Anyway, dropping the siteid trigger, as well as any others that
refer to gone tables, ought to get you out of trouble for now.
Meanwhile the foreign-key boys have some work to do ...

That's exactly the purpose of pg_trigger.tgconstrrelid, which
is filled with the opposite relations Oid for constraint
triggers. In RelationRemoveTriggers(), which is called
during DROP TABLE, theres a scan for it. That's where the

DROP TABLE implicitly drops referential ...

NOTICE message comes from. So I wonder how he got into that
state?

I don't know in his case, but I think you could get into this state
from a partial restore from pg_dump. If you restore one of the
two tables, and create the constraint trigger for the RI_FKey_check_ins
but the other table doesn't really exist, it will crash.
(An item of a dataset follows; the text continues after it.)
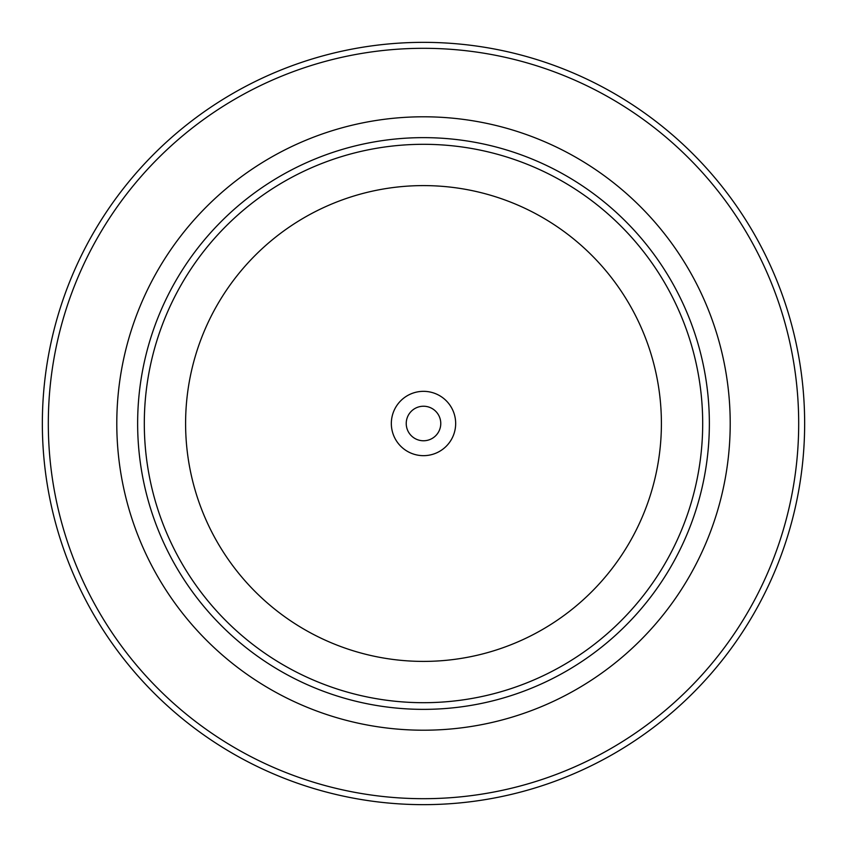<?xml version="1.0" encoding="UTF-8"?>
<svg xmlns="http://www.w3.org/2000/svg" width="847" height="847" viewBox="0 0 847 847"><rect width="100%" height="100%" fill="white"/><g stroke="black" fill="none" stroke-linecap="round" stroke-linejoin="round"><path stroke-width="1.27" d="M455.665 423.5A32.165 32.165 0 0 0 423.5 391.335A32.165 32.165 0 0 0 391.335 423.5A32.165 32.165 0 0 0 423.5 455.665A32.165 32.165 0 0 0 455.665 423.5M440.768 423.5A17.268 17.268 0 0 0 423.5 406.232A17.268 17.268 0 0 0 406.232 423.5A17.268 17.268 0 0 0 423.5 440.768A17.268 17.268 0 0 0 440.768 423.5M48.311 423.5A375.189 375.189 0 0 0 423.5 798.689A375.189 375.189 0 0 0 798.689 423.5A375.189 375.189 0 0 0 423.5 48.311A375.189 375.189 0 0 0 48.311 423.5M804.65 423.5A381.15 381.15 0 0 1 423.5 804.65A381.15 381.15 0 0 1 42.35 423.5A381.15 381.15 0 0 1 423.5 42.35A381.15 381.15 0 0 1 804.65 423.5M137.638 423.5A285.863 285.863 0 0 0 423.5 709.363A285.863 285.863 0 0 0 709.363 423.5A285.863 285.863 0 0 0 423.5 137.638A285.863 285.863 0 0 0 137.638 423.5M702.692 423.5A279.192 279.192 0 0 1 423.5 702.692A279.192 279.192 0 0 1 144.308 423.5A279.192 279.192 0 0 1 423.5 144.308A279.192 279.192 0 0 1 702.692 423.5M185.599 423.5A237.901 237.901 0 0 0 423.5 661.401A237.901 237.901 0 0 0 661.401 423.5A237.901 237.901 0 0 0 423.5 185.599A237.901 237.901 0 0 0 185.599 423.5M116.791 423.5A306.709 306.709 0 0 1 423.5 116.791A306.709 306.709 0 0 1 730.209 423.5A306.709 306.709 0 0 1 423.5 730.209A306.709 306.709 0 0 1 116.791 423.5"/></g></svg>

I just tried it on
a 7.0.2 system by making a table with an int and then defining the
check_ins trigger manually with create constraint trigger with a bad
referenced table.

Also, I realized something else that is a little wierd. When a temporary
table shadows a permanent table that you've made a foreign key reference
to, which table should it be going to check the constraint?

Stephan Szabo wrote:

Also, I realized something else that is a little wierd. When a temporary
table shadows a permanent table that you've made a foreign key reference
to, which table should it be going to check the constraint?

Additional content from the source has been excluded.